Registration Process:
- Register on the Startup India Portal.
- Get recognition from the DPIIT.
- File the application form for exemptions under Section 56.
- An email will be sent to the startup company on the activation of registration.
IPR and Patent Application
The main aim is the reduction of cost and time taken to acquire a patent by a startup. This helps in making it financially possible to safeguard their innovations and also helps in encouraging them to innovate more.
- In order to help startups in realising their value sooner, the applications will be fast-tracked.
- A panel of facilitators will be assisting the startups in filing IP applications.
- Under the Startup India Scheme, the entire fees of the facilitators for all the patents, trademarks that are filed by the startup will be borne by the Central Government. This ensures that the startup only has to pay the cost of statutory fees that is payable.
- 80% rebate will be granted to the startups while filing for patents.
Features of the Startup India Scheme
The scheme stands out due to the features that are listed below:
- For three years, the new-entrants will be given a tax-holiday.
- The startups have been granted a fund of RS. 2500 Crores and a fund for credit guarantee of Rs. 500 Crores.

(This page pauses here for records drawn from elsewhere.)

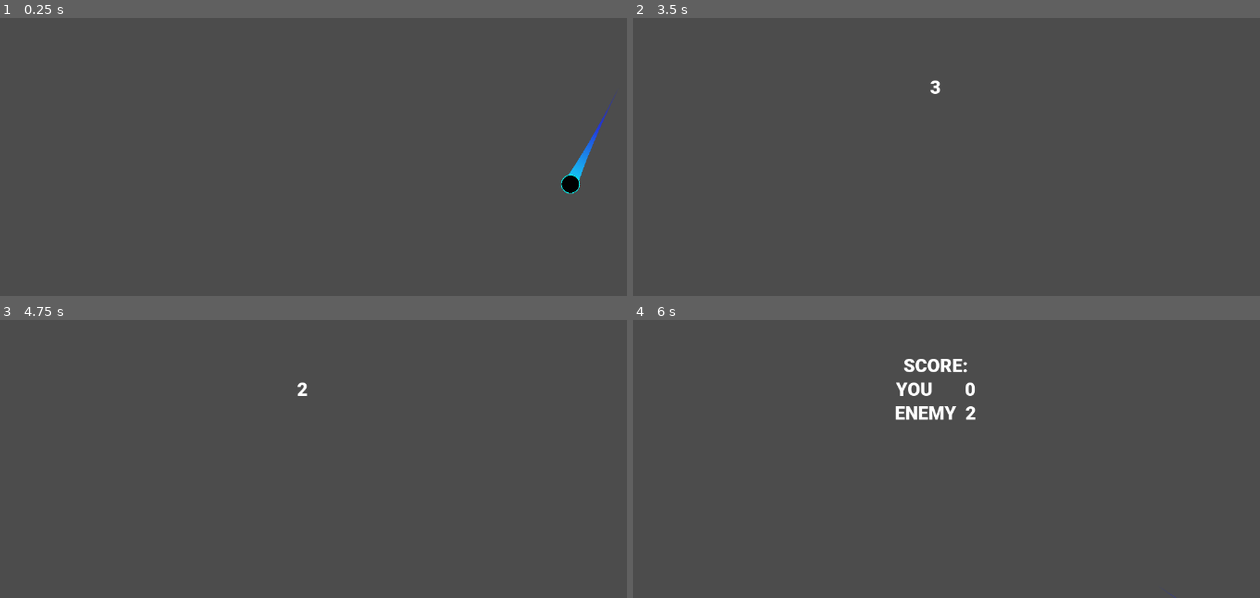
Above: before the commit, frames 1-4 (two rows, left to right).
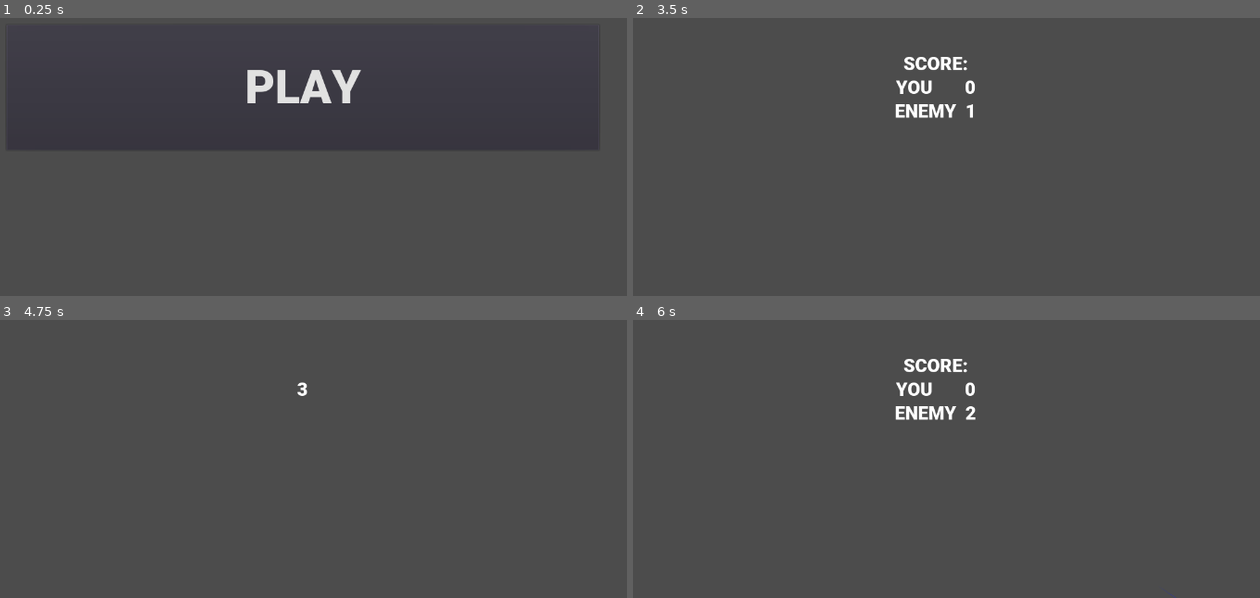
Above: after the commit, the same moments.

Repository: eXCoreX/PingPong
Game: Godot game, scene res://Menu.tscn
The game is run twice, just before and just after one commit, with the same random seed, the same clock (stepped at 60 frames per second) and the same inputs. Before the commit the project starts from res://Main.tscn.
Inputs (mouse positions are in pixels of both pictures, inside the frame that each line leads up to):
- Up to frame 1 (0.25 s): no input
- Up to frame 2 (3.5 s): click (933, 87) at 0.5 s, where only the run after the commit has a clickable "PLAY"; move the mouse to (1096, 68) at 1.27 s; tap Enter at 2 s; move the mouse to (789, 109) at 2.02 s; tap Space at 2.75 s; move the mouse to (outside the picture) at 2.77 s
- Up to frame 3 (4.75 s): move the mouse to (263, 472) at 3.52 s; move the mouse to (526, 453) at 4.27 s
- Up to frame 4 (6 s): tap F11 (ui_fullscreen) at 4.9 s; move the mouse to (714, 325) at 5.02 s; move the mouse to (971, 389) at 5.77 s

The runs differ from the first frame. In frame 1, 1.5% of the frame differs, in the area x 39-99%, y 18-64%; in frame 2, 1.0%; in frame 3, less than 0.1%; in frame 4, nothing differs.

Commit message:
Added menu placeholder, playtested on macOS, fixed bugs
Probably even random crashes when reloading scene. New method doesn't require it after score. There's still a chance that it will trigger when toggling fullscreen/resizing window.

Diff:
--- a/AreaDetection.gd
+++ b/AreaDetection.gd
@@ -1,10 +1,12 @@
 extends Area2D
+
+const BALLSC = preload("res://Ball.tscn")
 
 var timer = Timer.new()
 
 func _ready():
-	timer.connect("timeout", self, "reload_scene")
-	add_child(timer)
+	timer.connect("timeout", self, "count_down")
+	add_child(timer, true)
 
 onready var glVars = $"../../../GlobalVars"
 
@@ -22,7 +24,7 @@
 
 var time = 3
 
-func reload_scene():
+func count_down():
 	if time == 3:
 		timer.stop()
 		$"../../Label".hide()
@@ -34,9 +36,16 @@
 		timer.stop()
 		$"../../TimeLabel".hide()
 		time = 3
-		get_tree().paused = true
-		var _s = get_tree().reload_current_scene()
-		get_tree().paused = false
+		call_deferred("reload_scene")
 	else:
 		$"../../TimeLabel".text = String(time)
 		time -= 1
+
+
+func reload_scene():
+	$"../../Ball".free()
+	var to_add = BALLSC.instance()
+	to_add.name = "Ball"
+	$"../../".add_child(to_add)
+	$"../PlayerArea".connect("body_entered", $"../PlayerArea", "_on_ScoreArea_body_entered")
+	$"../EnemyArea".connect("body_entered", $"../EnemyArea", "_on_ScoreArea_body_entered")
--- a/Ball.gd
+++ b/Ball.gd
@@ -17,6 +17,9 @@
 	self.linear_velocity = Vector2(vx, vy)
 	self.linear_velocity = linear_velocity.normalized()*INIT_VEL
 
+	MIN_VEL *= GlobalVars.currentResolution[1] / 720
+	MAX_VEL *= GlobalVars.currentResolution[1] / 720
+
 
 func _physics_process(_delta):
 	if sleeping || self.linear_velocity.length() == 0:
--- /dev/null
+++ b/Ball.tscn
@@ -0,0 +1,45 @@
+[gd_scene load_steps=8 format=2]
+
+[ext_resource path="res://Sprites/ball.png" type="Texture" id=1]
+[ext_resource path="res://Ball.gd" type="Script" id=2]
+[ext_resource path="res://addons/Trail/trail_2d.gd" type="Script" id=3]
+
+[sub_resource type="PhysicsMaterial" id=3]
+friction = 0.0
+bounce = 1.1
+
+[sub_resource type="CircleShape2D" id=4]
+radius = 16.5
+
+[sub_resource type="Curve" id=5]
+_data = [ Vector2( 0, 0.0636363 ), 0.0, -0.191831, 0, 0, Vector2( 0.664835, 0.409091 ), 1.08727, 1.08727, 0, 0, Vector2( 0.967033, 0.918182 ), 2.25018, 0.0, 0, 0 ]
+
+[sub_resource type="Gradient" id=6]
+offsets = PoolRealArray( 0, 0.417219, 1 )
+colors = PoolColorArray( 0.0740204, 0.106377, 0.902344, 0, 0.134277, 0.213585, 0.859375, 1, 0.0794678, 0.843695, 0.96875, 1 )
+
+[node name="Ball" type="RigidBody2D"]
+position = Vector2( 442.105, 268.144 )
+mass = 0.23
+physics_material_override = SubResource( 3 )
+linear_damp = 0.0
+angular_damp = 0.0
+script = ExtResource( 2 )
+MIN_VEL = 450
+MAX_VEL = 1200
+
+[node name="CollisionShape2D" type="CollisionShape2D" parent="."]
+shape = SubResource( 4 )
+
+[node name="Sprite" type="Sprite" parent="CollisionShape2D"]
+scale = Vector2( 0.042, 0.042 )
+texture = ExtResource( 1 )
+
+[node name="Trail2D" type="Line2D" parent="."]
+z_index = -1
+points = PoolVector2Array( 191.127, 410.743 )
+width = 25.0
+width_curve = SubResource( 5 )
+gradient = SubResource( 6 )
+script = ExtResource( 3 )
+distance = 10.0
--- a/Enemy.gd
+++ b/Enemy.gd
@@ -5,25 +5,28 @@
 var moveSpeed = 3
 var yCompensate = 30
 func _ready():
-	match DIFFICULTY:
-		0:
-			moveSpeed = 4
-		1:
-			moveSpeed = 4.5
-		2:
-			moveSpeed = 5
-		3:
-			moveSpeed = 6
-	moveSpeed *= 720.0 / GlobalVars.currentResolution[1]
-	yCompensate = moveSpeed * 10
+#	match DIFFICULTY:
+#		0:
+#			moveSpeed = 4
+#		1:
+#			moveSpeed = 4.5
+#		2:
+#			moveSpeed = 5
+#		3:
+#			moveSpeed = 6
+#	moveSpeed *= 720.0 / GlobalVars.currentResolution[1]
+#	yCompensate = moveSpeed * 10
+	pass
 
-
-onready var ball = $"../Ball"
 var prev_bPosx_predict = 0
 var prev_bVel = Vector2(0, 0)
 var prev_vel = Vector2(0, 0)
 
 func _physics_process(delta):
+	var ball = $"../Ball"
+	if ball == null:
+		for e in get_tree().root.get_children():
+			print(e.name)
 	var bVel = ball.linear_velocity
 	if bVel[1] > 0 || ball.position[1] < self.position[1]:
 		return
--- a/GlobalVars.gd
+++ b/GlobalVars.gd
@@ -7,3 +7,7 @@
 
 func _ready():
 	currentResolution = OS.window_size
+
+
+func _unpause():
+	get_tree().paused = false
--- a/Main.gd
+++ b/Main.gd
@@ -2,24 +2,31 @@
 
 func _ready():
 	var _con = get_viewport().connect("size_changed", self, "_on_resize")
+	pass
 
 
 func _input(_event):
 	if Input.is_action_just_pressed("ui_fullscreen"):
-		if !OS.window_fullscreen:
-			GlobalVars.lastResolution = OS.window_size
-			GlobalVars.currentResolution = OS.get_screen_size()
-		else:
-			GlobalVars.currentResolution = GlobalVars.lastResolution
-		OS.window_fullscreen = !OS.window_fullscreen
-		OS.window_size = GlobalVars.currentResolution
-		print(OS.window_size)
-		get_viewport().size = GlobalVars.currentResolution
-		_on_resize()
+		call_deferred("toggle_fullscreen")
+
+func toggle_fullscreen():
+	if !OS.window_fullscreen:
+		GlobalVars.lastResolution = OS.window_size
+		GlobalVars.currentResolution = OS.get_screen_size()
+	else:
+		GlobalVars.currentResolution = GlobalVars.lastResolution
+	get_viewport().size = GlobalVars.currentResolution
+	OS.window_fullscreen = !OS.window_fullscreen
+	OS.window_size = GlobalVars.currentResolution
+	print(OS.window_size)
+	call_deferred("_on_resize")
+
+func _on_resize():
+	call_deferred("_on_resize_2")
+	pass
 
 
-func _on_resize():
+func _on_resize_2():
+	call_deferred("free")
 	GlobalVars.currentResolution = OS.window_size
-	get_tree().paused = true
 	var _sc = get_tree().reload_current_scene()
-	get_tree().paused = false
--- a/Main.tscn
+++ b/Main.tscn
@@ -1,10 +1,8 @@
-[gd_scene load_steps=22 format=2]
+[gd_scene load_steps=16 format=2]
 
-[ext_resource path="res://Sprites/ball.png" type="Texture" id=1]
-[ext_resource path="res://Ball.gd" type="Script" id=2]
+[ext_resource path="res://Ball.tscn" type="PackedScene" id=1]
 [ext_resource path="res://Player.gd" type="Script" id=3]
 [ext_resource path="res://Enemy.gd" type="Script" id=4]
-[ext_resource path="res://addons/Trail/trail_2d.gd" type="Script" id=5]
 [ext_resource path="res://Main.gd" type="Script" id=6]
 [ext_resource path="res://AreaDetection.gd" type="Script" id=7]
 [ext_resource path="res://Fonts/Roboto-Black.ttf" type="DynamicFontData" id=8]
@@ -18,20 +16,6 @@
 [sub_resource type="CapsuleShape2D" id=2]
 radius = 20.0
 height = 80.0
-
-[sub_resource type="PhysicsMaterial" id=3]
-friction = 0.0
-bounce = 1.1
-
-[sub_resource type="CircleShape2D" id=4]
-radius = 16.5
-
-[sub_resource type="Curve" id=5]
-_data = [ Vector2( 0, 0.0636363 ), 0.0, -0.191831, 0, 0, Vector2( 0.664835, 0.409091 ), 1.08727, 1.08727, 0, 0, Vector2( 0.967033, 0.918182 ), 2.25018, 0.0, 0, 0 ]
-
-[sub_resource type="Gradient" id=6]
-offsets = PoolRealArray( 0, 0.417219, 1 )
-colors = PoolColorArray( 0.0740204, 0.106377, 0.902344, 0, 0.134277, 0.213585, 0.859375, 1, 0.0794678, 0.843695, 0.96875, 1 )
 
 [sub_resource type="RectangleShape2D" id=7]
 extents = Vector2( 1600, 50 )
@@ -69,31 +53,7 @@
 rotation = 1.5708
 shape = SubResource( 2 )
 
-[node name="Ball" type="RigidBody2D" parent="."]
-position = Vector2( 442.105, 268.144 )
-mass = 0.23
-physics_material_override = SubResource( 3 )
-linear_damp = 0.0
-angular_damp = 0.0
-script = ExtResource( 2 )
-MIN_VEL = 450
-MAX_VEL = 1200
-
-[node name="CollisionShape2D" type="CollisionShape2D" parent="Ball"]
-shape = SubResource( 4 )
-
-[node name="Sprite" type="Sprite" parent="Ball/CollisionShape2D"]
-scale = Vector2( 0.042, 0.042 )
-texture = ExtResource( 1 )
-
-[node name="Trail2D" type="Line2D" parent="Ball"]
-z_index = -1
-points = PoolVector2Array( 191.127, 410.743 )
-width = 25.0
-width_curve = SubResource( 5 )
-gradient = SubResource( 6 )
-script = ExtResource( 5 )
-distance = 10.0
+[node name="Ball" parent="." instance=ExtResource( 1 )]
 
 [node name="WorldBorder" type="StaticBody2D" parent="."]
 script = ExtResource( 9 )
--- /dev/null
+++ b/Menu.tscn
@@ -0,0 +1,28 @@
+[gd_scene load_steps=4 format=2]
+
+[ext_resource path="res://Fonts/Roboto-Black.ttf" type="DynamicFontData" id=1]
+[ext_resource path="res://PlayButton.gd" type="Script" id=2]
+
+[sub_resource type="DynamicFont" id=1]
+size = 80
+font_data = ExtResource( 1 )
+
+[node name="Control" type="Control"]
+anchor_right = 1.0
+anchor_bottom = 1.0
+__meta__ = {
+"_edit_use_anchors_": false
+}
+
+[node name="Button" type="Button" parent="."]
+anchor_left = 0.1
+anchor_top = 0.35
+anchor_right = 0.9
+anchor_bottom = 0.65
+custom_fonts/font = SubResource( 1 )
+text = "PLAY"
+script = ExtResource( 2 )
+__meta__ = {
+"_edit_use_anchors_": false
+}
+[connection signal="pressed" from="Button" to="Button" method="_on_Button_pressed"]
--- /dev/null
+++ b/PlayButton.gd
@@ -0,0 +1,7 @@
+extends Button
+
+
+
+func _on_Button_pressed():
+	$"/root/GlobalVars"._ready()
+	var _sc = get_tree().change_scene("res://Main.tscn")
--- a/project.godot
+++ b/project.godot
@@ -16,7 +16,7 @@
 [application]
 
 config/name="Ping Pong"
-run/main_scene="res://Main.tscn"
+run/main_scene="res://Menu.tscn"
 config/icon="res://icon.png"
 
 [autoload]
@@ -31,6 +31,7 @@
 
 window/size/width=1280
 window/size/height=720
+window/dpi/allow_hidpi=true
 window/vsync/use_vsync=false
 window/stretch/aspect="expand"
 
@@ -43,6 +44,7 @@
 ui_fullscreen={
 "deadzone": 0.5,
 "events": [ Object(InputEventKey,"resource_local_to_scene":false,"resource_name":"","device":0,"alt":false,"shift":false,"control":false,"meta":false,"command":false,"pressed":false,"scancode":16777254,"unicode":0,"echo":false,"script":null)
+, Object(InputEventKey,"resource_local_to_scene":false,"resource_name":"","device":0,"alt":false,"shift":false,"control":false,"meta":true,"command":true,"pressed":false,"scancode":70,"unicode":0,"echo":false,"script":null)
  ]
 }

Eligibility for the Startup India Scheme
- The company should either be a private limited company or an LLP.
- The firm should be older than 5 years and the total turnover should not be more than Rs. 25 Crores.
- The firm should be approved by the DPIIT.
- The firm will be approved by the DPIIT if it is being funded by an angel fund, incubation fund or a private equity fund.
- The firm must acquire the patron guarantee which is provided by the Indian Patent and Trademark Office.
- The firm must have a recommendation ;letter provided by the incubation.
- The capital should be exempt from income tax as per the startup india campaign.
- The firm must possess innovative products or schemes.
- The funds like the angel fund, accelerators, incubation funds and the private equity funds need to be registered with SEBI.
Registering your Company
In order to register on the startup portal, the entity should be one of the following:
- Partnership Firm:
- Limited Liability Partnership Firm:
- Private Limited Company:
Application Process
Follow the listed steps to register your company:
- Visit the startup india portal and log in to your account.
- Enter your legal entity.
- Enter either the registration or the incorporation number.
- Enter the date of registration or incorporation.
- Enter the PAN Number, if any.
- Enter the details like the address, State and Pin code.
- Input the authorised representative’s details.
- Input the details of the partners and directors.
- Upload all the required documents along with the self-certification as specified.
- File the certificate of registration or the certificate of incorporation of the company.
Conclusion
In this blog, we learnt about the Startup India Scheme, startups, DPIIT and the benefits availed by it, Self-certification and tax exemptions under 80 IAC and under Section 56. We also discussed the patent and IPR application and the features, eligibility criteria and application process for the Startup India Scheme.